Immunohistochemistry: Following fixation, brain and spinal cord tissues were processed, embedded, and sectioned into 40 μm sections on 76×51 mm glass slides at NeuroScience Associates (NSA Labs®; Knoxville, TN, USA) using MultiBrain® and MutiCord® Technologies. Brain hemispheres (N=22 marmosets) were randomized per treatment group and 6 hemispheres were embedded per each of the three MultiBrain® blocks. Each MultiBrain® block contained at least one marmoset from each of the four treatment conditions. All spinal cord tissues (n=16 marmosets) were embedded into one MultiCord® block. Spinal cords were only evaluated in the second experiment. After sectioning, antigen retrieval was performed for a complete series spanning the entire brain or spinal cord (every 24th section) were immunostained with mouse phospho-tau Ser202, Thr205 (AT8, 1:50; Thermo Fischer Scientific, Waltham, MA, USA, cat no. MN1020), rabbit anti-alpha-synuclein pS129 (ASYN p^S129; 1:1,500; Abcam, Waltham, MA, USA, cat no. ab51253), and rabbit recombinant monoclonal anti-alpha-synuclein aggregate antibody [MJFR-14-6-4-2, 1:500,000; Abcam, Waltham, MA, USA, cat no. ab209538]. Secondary antibodies applied were goat anti-rabbit or goat anti-mouse biotinylated (Vector Laboratories, Newark, CA, USA, cat no. ba-1000 and ba-9200). Nickel enhanced 3,3′-diaminobenzidine (NiDAB) was used as a chromogen. Cellular architecture and nuclei tissue sections were stained with hematoxylin and eosin or a neutral red counterstain. Archived postmortem human brain tissues at NSA were used as positive controls for immunostaining.
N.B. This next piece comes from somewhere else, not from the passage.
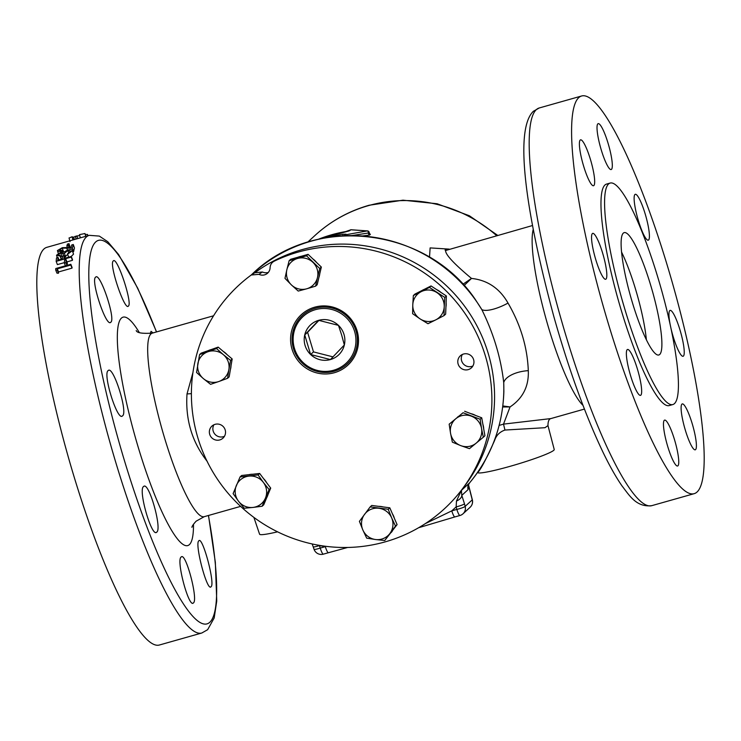 <?xml version="1.0" encoding="UTF-8"?>
<svg xmlns="http://www.w3.org/2000/svg" width="741" height="741" viewBox="0 0 741 741"><rect width="100%" height="100%" fill="white"/><g stroke="black" fill="none" stroke-linecap="round" stroke-linejoin="round"><path stroke-width="1.11" d="M463.523 354.031A8.17 8.012 -132.5 0 0 458.855 365.73A8.17 8.012 -132.5 0 0 471.387 367.851A8.17 8.012 -132.5 0 0 463.523 354.031M462.338 354.476A8.17 8.012 -132.5 0 0 472.888 365.971M215.103 424.334A8.17 8.012 -132.5 0 0 210.435 436.041A8.17 8.012 -132.5 0 0 222.967 438.153A8.17 8.012 -132.5 0 0 215.103 424.334M213.917 424.778A8.17 8.012 -132.5 0 0 224.467 436.273M606.008 279.079A23.842 4.205 74.2 0 0 602.942 254.163A23.842 4.205 74.2 0 0 592.689 233.378A23.842 4.205 74.2 0 0 592.365 233.572A23.842 4.205 74.2 0 0 595.431 258.479A23.842 4.205 74.2 0 0 605.675 279.264A23.842 4.205 74.2 0 0 606.008 279.079M640.845 395.166A23.842 4.205 74.2 0 0 637.769 370.25A23.842 4.205 74.2 0 0 627.525 349.474A23.842 4.205 74.2 0 0 627.192 349.659A23.842 4.205 74.2 0 0 630.258 374.575A23.842 4.205 74.2 0 0 640.511 395.361A23.842 4.205 74.2 0 0 640.845 395.166M677.941 465.811A23.842 4.205 74.2 0 0 674.866 440.895A23.842 4.205 74.2 0 0 664.621 420.11A23.842 4.205 74.2 0 0 664.288 420.304A23.842 4.205 74.2 0 0 667.354 445.221A23.842 4.205 74.2 0 0 677.607 465.996A23.842 4.205 74.2 0 0 677.941 465.811M695.577 449.62A23.842 4.205 74.2 0 0 692.511 424.704A23.842 4.205 74.2 0 0 682.257 403.928A23.842 4.205 74.2 0 0 681.924 404.114A23.842 4.205 74.2 0 0 684.999 429.03A23.842 4.205 74.2 0 0 695.243 449.815A23.842 4.205 74.2 0 0 695.577 449.62M671.05 328.698A23.842 4.205 74.2 0 0 683.091 356.273A23.842 4.205 74.2 0 0 683.424 356.088A23.842 4.205 74.2 0 0 680.349 331.171A23.842 4.205 74.2 0 0 670.105 310.386A23.842 4.205 74.2 0 0 669.771 310.581A23.842 4.205 74.2 0 0 670.142 324.447M648.588 239.991A23.842 4.205 74.2 0 0 645.522 215.085A23.842 4.205 74.2 0 0 635.278 194.299A23.842 4.205 74.2 0 0 634.944 194.494A23.842 4.205 74.2 0 0 638.01 219.401A23.842 4.205 74.2 0 0 648.264 240.186A23.842 4.205 74.2 0 0 648.588 239.991M611.492 169.356A23.842 4.205 74.2 0 0 608.426 144.439A23.842 4.205 74.2 0 0 598.172 123.654A23.842 4.205 74.2 0 0 597.839 123.849A23.842 4.205 74.2 0 0 600.914 148.765A23.842 4.205 74.2 0 0 611.158 169.541A23.842 4.205 74.2 0 0 611.492 169.356M593.856 185.537A23.842 4.205 74.2 0 0 590.79 160.63A23.842 4.205 74.2 0 0 580.536 139.845A23.842 4.205 74.2 0 0 580.203 140.04A23.842 4.205 74.2 0 0 583.278 164.947A23.842 4.205 74.2 0 0 593.522 185.732A23.842 4.205 74.2 0 0 593.856 185.537M122.441 415.923C128.406 412.95 113.114 364.85 108.186 370.593C102.453 373.51 117.476 421.703 122.441 415.923L122.015 416.146M156.666 532.186C162.436 529.269 148.737 480.724 143.615 486.513C137.798 489.44 151.785 537.938 156.666 532.186L156.258 532.399M193.382 602.942C198.495 600.201 185.685 551.415 181.184 557.019C175.839 559.826 188.936 608.546 193.382 602.942L193.012 603.137M211.018 586.752C215.501 584.177 202.404 535.484 198.82 540.837C194.392 543.394 207.211 592.189 211.018 586.752L210.694 586.937M153.026 332.922L151.044 331.338L150.266 333.589M128.388 306.07C132.815 303.532 116.93 255.617 113.28 260.98C108.631 263.592 124.803 311.442 128.388 306.07L128.063 306.265M110.752 322.261C116.087 319.445 99.924 271.623 95.645 277.162C90.365 279.968 106.259 327.892 110.752 322.261L110.363 322.465M659.703 354.476A63.587 11.217 -105.8 0 1 658.823 354.985A63.587 11.217 -105.8 0 1 631.489 299.568A63.587 11.217 -105.8 0 1 623.301 233.137A63.587 11.217 -105.8 0 1 624.191 232.618A63.587 11.217 -105.8 0 1 651.515 288.045A63.587 11.217 -105.8 0 1 659.703 354.476M334.182 371.26A33.002 32.354 47.5 0 1 293.473 348.613A33.002 32.354 47.5 0 1 315.286 308.284A33.002 32.354 47.5 0 1 355.986 330.921A33.002 32.354 47.5 0 1 334.182 371.26M314.712 307.182A34.336 33.669 -132.5 0 0 292.019 349.15A34.336 33.669 -132.5 0 0 334.367 372.714A34.336 33.669 -132.5 0 0 357.06 330.745A34.336 33.669 -132.5 0 0 314.712 307.182M297.975 257.22A15.894 15.589 47.5 0 1 301.189 256.312M312.897 258.961A15.894 15.589 47.5 0 1 316.564 262.471M319.741 273.892A15.894 15.589 47.5 0 1 318.88 277.532M422.018 290.509A15.894 15.589 47.5 0 1 424.315 289.342M436.662 289.62A15.894 15.589 47.5 0 1 440.839 292.352M446.11 302.8A15.894 15.589 47.5 0 1 445.934 307.015M457.419 417.229A15.894 15.589 47.5 0 1 458.299 416.507M471.044 413.71A15.894 15.589 47.5 0 1 475.509 415.414M482.9 424.389A15.894 15.589 47.5 0 1 483.706 428.946M378.725 506.362A15.894 15.589 47.5 0 1 383.078 506.927M392.443 513.883A15.894 15.589 47.5 0 1 394.397 518.404M392.471 530.815A15.894 15.589 47.5 0 1 391.192 532.529M248.911 474.666A15.894 15.589 47.5 0 1 252.718 474.24M263.639 478.742A15.894 15.589 47.5 0 1 266.695 482.789M267.927 494.784A15.894 15.589 47.5 0 1 266.686 497.757M208.369 350.586A15.894 15.589 47.5 0 1 211.296 349.548M223.254 351.419A15.894 15.589 47.5 0 1 227.117 354.689M231.025 365.813A15.894 15.589 47.5 0 1 230.377 369.676M301.92 249.671A151.016 148.061 47.5 0 1 467.59 310.405A151.016 148.061 47.5 0 1 464.69 485.911L461.856 489.634A151.859 148.895 47.5 0 1 385.116 541.884A151.859 148.895 47.5 0 1 207.656 462.43A151.859 148.895 47.5 0 1 251.245 275.004L258.98 274.346A7.901 7.743 -132.5 0 0 270.104 267.658C270.28 264.694 271.669 262.527 274.263 261.156L278.607 258.47A151.016 148.061 47.5 0 1 301.92 249.671M255.08 272.595A151.016 148.061 47.5 0 1 278.607 258.47L274.263 261.156A151.859 148.895 47.5 0 1 298.178 252.079A151.859 148.895 47.5 0 1 464.774 313.147A151.859 148.895 47.5 0 1 461.856 489.634M268.298 272.447A8.744 8.568 -132.5 0 1 262.379 271.993L258.98 274.346M468.229 485.244L469.581 482.873L461.402 490.385L456.465 501.055L456.16 506.881A7.632 0.973 -15.1 0 0 464.487 503.815L461.8 495.386L461.402 490.385L459.892 492.163M502.713 406.985L510.049 406.929C522.868 398.325 528.954 386.237 528.296 370.648C527.37 347.223 520.608 324.697 508.02 303.069A24.166 7.651 153.1 0 1 481.817 309.599A151.016 148.061 -132.5 0 0 311.183 241.168A151.016 148.061 -132.5 0 0 252.301 274.003C313.869 213.88 426.464 226.802 475.296 299.447L481.817 309.599C493.617 333.617 500.925 357.949 503.723 382.625L503.871 391.415C502.778 425.945 491.357 456.428 469.581 482.873M462.875 284.266L471.498 278.421C453.918 263.74 445.285 254.441 445.61 250.514L532.492 225.533M207.295 461.495C192.049 442.118 185.287 419.591 187.019 393.916L192.938 372.556M368.045 231.062A1.908 1.51 98.6 0 0 367.286 230.914L350.845 229.784L345.806 231.553A140.846 138.085 -132.5 0 0 331.653 234.758A140.846 138.085 -132.5 0 0 318.204 239.334M697.049 492.015A206.656 36.457 -105.8 0 1 694.16 493.673A206.656 36.457 -105.8 0 1 605.341 313.554A206.656 36.457 -105.8 0 1 578.73 97.645A206.656 36.457 -105.8 0 1 581.62 95.987A206.656 36.457 -105.8 0 1 670.438 276.097A206.656 36.457 -105.8 0 1 697.049 492.015M55.732 270.085A210.472 37.133 74.2 0 1 55.77 268.538L70.83 264.278L72.053 267.399A206.656 36.457 74.2 0 0 72.025 268.131L58.52 271.956A206.656 36.457 74.2 0 0 58.493 273.225L56.955 273.17L55.732 270.085L57.27 270.15L58.493 273.225M66.116 259.739A210.472 37.133 74.2 0 0 65.93 262.694L64.384 263.129A210.472 37.133 74.2 0 1 64.569 260.174L66.116 259.739L67.329 262.962A206.656 36.457 74.2 0 0 67.181 265.315M71.284 256.432A210.472 37.133 74.2 0 0 71.229 257.09L56.177 261.351A210.472 37.133 74.2 0 1 56.52 257.914L58.067 257.479A210.472 37.133 74.2 0 0 57.779 260.258L62.411 258.952A210.472 37.133 74.2 0 1 62.698 256.164L64.245 255.728A210.472 37.133 74.2 0 0 63.948 258.507L71.284 256.432L72.498 259.693A206.656 36.457 74.2 0 0 72.442 260.332L66.931 261.897M64.411 262.61L57.39 264.593L56.177 261.351M73.544 254.126L72.34 250.764L67.598 254.191A210.472 37.133 74.2 0 1 67.681 253.598L70.803 251.199L67.876 250.523L64.384 253.339L62.837 253.774L60.632 252.866L58.067 254.784L60.188 255.478A210.472 37.133 74.2 0 0 60.104 256.071L56.52 255.228L60.734 252.32L63.707 252.153L67.848 250.023C70.895 249.291 72.386 249.541 72.34 250.764L73.544 254.126L71.247 256.451M67.69 254.441L64.689 256.942M62.994 256.08L60.642 256.738M60.188 255.478L61.392 258.813A206.656 36.457 74.2 0 0 61.327 259.257M73.294 244.511A210.472 37.133 74.2 0 0 72.423 248.226L62.309 248.105L58.965 250.125L62.151 250.439A210.472 37.133 74.2 0 0 62.04 250.949C58.984 251.708 57.446 251.57 57.428 250.541L62.309 247.679L71.136 247.438A210.472 37.133 74.2 0 1 71.747 244.947L73.294 244.511L74.471 247.985A206.656 36.457 74.2 0 0 73.618 251.634L72.766 251.57M68.987 243.65A210.472 37.133 74.2 0 0 68.404 245.484L66.857 245.919A210.472 37.133 74.2 0 1 67.44 244.085L68.987 243.65L70.154 247.17A206.656 36.457 74.2 0 0 70.08 247.364M43.951 248.985A206.656 36.457 74.2 0 0 70.562 464.903A206.656 36.457 74.2 0 0 159.38 645.013L201.784 633.018A206.656 36.457 -105.8 0 1 112.965 452.899A206.656 36.457 -105.8 0 1 86.354 236.99A206.656 36.457 -105.8 0 1 89.244 235.332L46.84 247.327A206.656 36.457 74.2 0 0 43.951 248.985M674.449 403.623A115.087 20.303 -105.8 0 1 672.847 404.549A115.087 20.303 -105.8 0 1 623.376 304.236A115.087 20.303 -105.8 0 1 608.556 183.99A115.087 20.303 -105.8 0 1 610.167 183.064A115.087 20.303 -105.8 0 1 659.629 283.377A115.087 20.303 -105.8 0 1 674.449 403.623M672.847 404.549L669.234 405.568A115.087 20.303 -105.8 0 1 619.763 305.255A115.087 20.303 -105.8 0 1 604.943 185.009A115.087 20.303 -105.8 0 1 606.555 184.083L610.167 183.064M344.009 334.441A20.563 20.155 -132.5 0 0 304.736 334.913A20.563 20.155 -132.5 0 0 330.421 359.561A20.563 20.155 -132.5 0 0 344.009 334.441M341.629 334.96L338.461 325.364L318.649 320.334L304.736 334.913L310.618 354.531L330.421 359.561L344.343 344.982L341.629 334.96M354.606 331.44A31.743 31.122 -132.5 0 0 315.453 309.655A31.743 31.122 -132.5 0 0 294.473 348.455A31.743 31.122 -132.5 0 0 333.626 370.241A31.743 31.122 -132.5 0 0 354.606 331.44M362.599 235.934L369.592 235.073L370.38 234.351A1.908 1.51 -80.1 0 1 370.194 234.351M449.148 249.115L430.123 247.902L429.511 257.22M318.945 320.39L307.589 332.292L313.48 351.901L333.005 356.875M307.589 332.292L304.736 334.913M313.48 351.901L310.618 354.531M87.883 235.712L87.475 234.415L85.326 234.499M79.695 235.434L72.498 237.37M85.799 236.305L84.956 233.535L79.482 234.628L80.352 237.842M73.174 239.88L72.349 236.805A210.472 37.133 74.2 0 0 72.072 236.777L69.135 238.018M70.83 264.278A210.472 37.133 74.2 0 0 70.803 265.028L57.298 268.844A210.472 37.133 74.2 0 0 57.27 270.15M63.606 255.914L62.8 253.292M57.298 257.692L56.52 255.228M58.289 253.357L57.428 250.541M87.475 234.415L87.808 235.731M72.072 236.777L72.924 239.945M73.683 237.074L74.332 239.547M75.332 236.184L76.101 239.047M76.879 235.74L77.638 238.611M84.956 233.535L85.697 236.333M57.298 268.844L58.52 271.956M70.803 265.028L72.025 268.131M64.384 263.129L65.412 265.806M65.93 262.694L66.959 265.371M71.229 257.09L72.442 260.332M64.245 255.728L65.134 258.174M58.067 257.479L58.965 259.924M60.104 256.071L61.271 259.267M60.632 252.866L61.827 256.247M64.384 253.339L65.588 256.692M67.876 250.523L68.793 253.107M67.598 254.191L68.681 257.173M62.04 250.949L62.411 252.005M62.151 250.439L62.698 251.996M62.309 248.105L63.485 251.579M66.662 247.809L67.468 250.134M72.423 248.226L73.618 251.634M66.857 245.919L67.292 247.198M68.404 245.484L69.015 247.299M346.066 234.175L345.352 234.832A1.908 1.871 -132.5 0 0 344.361 235.305L345.084 234.638A1.908 1.871 -132.5 0 1 346.066 234.175L342.851 234.258L342.833 235.786M368.851 232.628L368.462 232.989A1.908 1.111 -96.8 0 0 367.286 230.914L345.352 234.832A1.908 1.093 76.4 0 1 346.38 235.619M351.419 229.784A1.908 1.538 89.4 0 0 350.845 229.784A1.908 1.871 47.5 0 0 349.863 230.256L349.317 230.747M477.63 472.573C480.418 470.118 486.059 459.466 494.553 440.617C496.192 435.43 499.656 431.91 504.945 430.049L544.996 427.705L547.97 425.621L554.231 449.509A40.005 3.483 -16.7 0 1 517.357 464.199A40.005 3.483 -16.7 0 1 477.63 472.573L477.565 472.443M253.894 517.403L259.582 534.196A40.005 3.483 -16.7 0 0 277.569 531.825M369.592 235.073A1.908 1.121 84.2 0 1 368.462 232.989L352.197 235.527M547.97 425.621C547.979 421.397 548.933 419.045 550.832 418.582L503.519 424.121L499.156 425.417M502.833 405.957L510.049 406.929L503.519 424.121L504.945 430.049M472.341 499.758L472.249 499.869A7.632 7.484 47.5 0 1 470.109 507.279A7.632 7.632 0 0 0 472.341 499.758L468.488 484.716M425.251 523.665L451.769 510.864A7.632 1.343 74.2 0 0 454.872 516.931L459.948 515.495A7.632 1.343 74.2 0 1 456.845 509.428L451.769 510.864L456.16 506.881L456.845 509.428A7.632 0.973 -15.1 0 0 465.172 506.362L464.487 503.815M325.318 546.645L319.38 545.589L320.242 548.081A7.632 0.88 161 0 1 314.054 549.303A7.632 7.632 0 0 0 323.345 554.157A7.632 1.343 74.2 0 1 320.242 548.081L325.318 546.645A7.632 1.343 74.2 0 0 328.42 552.721L323.345 554.157M464.061 285.544L471.498 278.421C487.439 280.126 499.619 288.342 508.02 303.069M319.38 545.589A7.632 0.88 161 0 1 313.193 546.802L314.054 549.303M197.847 363.729A15.894 15.589 47.5 0 1 223.374 354.689L216.576 348.566L199.561 354.596L196.56 372.482L203.358 378.595A15.894 15.589 47.5 0 1 197.847 363.729M218.864 381.504A15.894 15.589 47.5 0 1 203.358 378.595L210.564 384.329L218.864 381.504L227.58 378.299L228.876 369.546A15.894 15.589 47.5 0 1 218.864 381.504M228.876 369.546A15.894 15.589 -132.5 0 0 223.374 354.689L230.581 360.422L228.876 369.546M236.37 485.457A15.894 15.589 47.5 0 1 263.379 482.428L258.063 474.916L240.056 476.935L233.109 493.608L238.426 501.12A15.894 15.589 47.5 0 1 236.37 485.457M252.959 507.437A15.894 15.589 47.5 0 1 238.426 501.12L244.16 508.252L252.959 507.437L262.166 506.233L265.435 498.091A15.894 15.589 47.5 0 1 252.959 507.437M265.435 498.091A15.894 15.589 -132.5 0 0 263.379 482.428L269.122 489.569L265.435 498.091M364.572 514.319A15.894 15.589 47.5 0 1 391.646 517.857L388.21 509.271L370.157 506.909L359.404 521.358L362.84 529.945A15.894 15.589 47.5 0 1 364.572 514.319M375.52 539.522A15.894 15.589 47.5 0 1 362.84 529.945L366.693 538.161L375.52 539.522L384.746 540.513L389.923 533.474A15.894 15.589 47.5 0 1 375.52 539.522M389.923 533.474A15.894 15.589 -132.5 0 0 391.646 517.857L395.499 526.064L389.923 533.474M455.91 418.646A15.894 15.589 47.5 0 1 481.53 428.428L480.14 419.249L463.06 412.737L449.166 424.185L450.565 433.355A15.894 15.589 47.5 0 1 455.91 418.646M460.698 445.6A15.894 15.589 47.5 0 1 450.565 433.355L452.362 442.155L460.698 445.6L469.442 448.666L476.185 443.137A15.894 15.589 47.5 0 1 460.698 445.6M476.185 443.137A15.894 15.589 -132.5 0 0 481.53 428.428L483.327 437.218L476.185 443.137M421.194 291.658A15.894 15.589 47.5 0 1 444.22 306.7L444.795 297.437L429.447 287.406L413.358 295.539L412.783 304.81A15.894 15.589 47.5 0 1 421.194 291.658M420.091 318.899A15.894 15.589 47.5 0 1 412.783 304.81L412.626 313.702L420.091 318.899L427.974 323.724L435.81 319.843A15.894 15.589 47.5 0 1 420.091 318.899M435.81 319.843A15.894 15.589 -132.5 0 0 444.22 306.7L444.054 315.592L435.81 319.843M297.613 258.461A15.894 15.589 47.5 0 1 317.472 277.523L319.751 268.52L306.505 255.812L289.12 260.73L286.85 269.733A15.894 15.589 47.5 0 1 297.613 258.461M291.398 284.905A15.894 15.589 47.5 0 1 286.85 269.733L284.979 278.357L291.398 284.905L298.225 291.065L306.709 288.795A15.894 15.589 47.5 0 1 291.398 284.905M306.709 288.795A15.894 15.589 -132.5 0 0 317.472 277.523L315.61 286.146L306.709 288.795M191.391 393.628A24.166 5.641 1.1 0 1 187.019 393.916M468.395 484.957A7.632 5.168 175.5 0 0 468.479 485.151L472.249 499.869L465.172 506.362A7.632 7.484 -132.5 0 1 463.032 513.782L470.109 507.279M456.465 501.055A7.632 4.335 -20.7 0 0 461.8 495.386L468.071 489.625A7.632 7.484 47.5 0 1 469.553 482.9A151.016 148.061 47.5 0 0 503.723 382.625A24.166 11.458 174.3 0 1 528.296 370.648M468.071 489.625L468.479 485.151M199.561 354.596L201.154 353.142L218.16 347.112L225.171 353.031L232.174 358.959L229.173 376.836L227.58 378.299M232.174 358.959L230.581 360.422M218.16 347.112L216.576 348.566M240.056 476.935L241.649 475.481L259.656 473.453L270.706 488.106L263.759 504.769L262.166 506.233M270.706 488.106L269.122 489.569M259.656 473.453L258.063 474.916M370.157 506.909L371.75 505.455L389.803 507.807L397.093 524.609L384.746 540.513M397.093 524.609L395.499 526.064M389.803 507.807L388.21 509.271M463.06 412.737L449.166 424.185M464.644 411.274L481.724 417.794L484.92 435.764L483.327 437.218M481.724 417.794L480.14 419.249M429.447 287.406L431.03 285.943L414.951 294.075L413.358 295.539M431.03 285.943L446.378 295.974L445.647 314.128L444.054 315.592M446.378 295.974L444.795 297.437M306.505 255.812L308.099 254.348L290.713 259.267L289.12 260.73M308.099 254.348L321.344 267.056L317.204 284.683L315.61 286.146M321.344 267.056L319.751 268.52M262.379 271.993L254.839 272.771M621.569 252.088A63.587 11.217 -105.8 0 1 646.384 339.776M136.214 330.532C136.872 332.904 142.226 333.765 152.303 333.126A95.376 16.83 74.2 0 0 150.969 333.895A95.376 16.83 74.2 0 0 163.252 433.541A95.376 16.83 74.2 0 0 204.247 516.672L196.152 521.164C193.494 524.054 192.076 526.11 191.9 527.314M496.646 235.675A137.029 134.353 -132.5 0 0 368.453 205.627A137.029 134.353 -132.5 0 0 315.027 235.425L307.654 242.187M193.484 524.23A118.699 20.943 -105.8 0 1 189.381 544.635A118.699 20.943 -105.8 0 1 138.196 447.166A118.699 20.943 -105.8 0 1 121.422 318.111A118.699 20.943 -105.8 0 1 139.178 332.329M349.289 230.794A1.908 1.871 47.5 0 1 350.123 230.451M156.462 331.949A199.292 35.16 74.2 0 0 95.682 241.974A199.292 35.16 74.2 0 0 123.849 458.642A199.292 35.16 74.2 0 0 209.786 622.283A199.292 35.16 74.2 0 0 208.406 515.495M369.213 232.739L368.462 232.989M536.327 109.64A206.656 36.457 74.2 0 0 562.938 325.558A206.656 36.457 74.2 0 0 651.756 505.668C636.176 507.52 629.183 495.071 622.097 486.04C616.012 477.269 609.63 465.95 602.942 452.103C585.575 415.655 569.347 370.991 554.259 318.102C527.425 219.308 513.161 130.712 533.353 111.307L539.216 107.982A206.656 36.457 74.2 0 0 536.327 109.64M330.004 237.101A140.846 138.085 47.5 0 1 342.851 234.258M583 405.364A95.376 16.83 -105.8 0 1 546.534 320.677A95.376 16.83 -105.8 0 1 533.214 229.451M460.059 515.44A7.632 7.484 -132.5 0 0 463.032 513.782A7.632 7.632 0 0 1 459.948 515.495M240.621 506.381L204.247 516.672M315.027 235.425C330.681 221.151 348.715 211.092 369.12 205.248L403.002 200.181L437.144 203.766L469.386 215.761L497.702 235.379M370.046 234.332L369.24 232.776A1.908 1.908 0 0 0 367.619 230.914L351.132 229.756A1.908 1.908 0 0 0 349.863 230.256M201.784 633.018L207.647 629.693L214.186 617.975L216.752 601.025L215.344 562.354L208.508 515.467M651.756 505.668L694.16 493.673M70.006 241.631L69.033 237.963M539.216 107.982L581.62 95.987M156.564 331.922L137.715 288.193L118.569 254.487L107.769 241.723L99.322 236.092L89.244 235.332M318.176 239.343L349.141 230.914M213.556 315.786L152.303 333.126M550.591 418.656L584.436 409.078M445.054 250.041L447.425 249.606M454.872 516.931L418.628 527.722M312.165 543.95L313.193 546.802M347.677 547.46L328.42 552.721M251.088 275.124L252.301 274.003M255.33 272.438L251.718 274.689"/></g></svg>

Quantitative Pathology: Scans of pS129 α-syn and Tau AT8 immunostained tissue sections were generated using a Digital Tissue Scope™ LE (Huron Digital Pathology, ON, CAN) at 20× & 40× magnification. The following anatomical areas were examined in the marmoset brain: spinal cord, midbrain/brainstem, limbic system, and neocortex. H. Braak et al., Staging of brain pathology related to sporadic Parkinson's disease. Neurobiol. Aging 24, 197-211 (2003). Within these four anatomical areas, pS129 α-syn immunopositive staining was quantified in 16 brain regions: basolateral dorsal amygdaloid nucleus (BLD), paralaminar amygdaloid nucleus (PaL), anterior entorhinal cortex (aEnt), posterior entorhinal cortex (pEnt), frontal cortex area 8 (A8), frontal cortex area 11 (A11), hippocampus (CA3), medulla adjacent to the 4th ventricle (med 4V), medial longitudinal fasciculus (mlf), parietal area (PE), perirhinal area 36 (A36), substantia nigra (Sn), primary visual cortex (V1) & visual area 2 (V2), anterior horn of spinal cord (AntH), and posterior horn of spinal cord (PosH). Brain abbreviations cited here are from the Marmoset Brain in Stereotaxic Coordinates. G. Paxinos, C. Watson, M. Rosa, M. Petrides, H. Tokuno, The Marmoset Brain in Stereotaxic Coordinates, Elsevier Academic Press (2012).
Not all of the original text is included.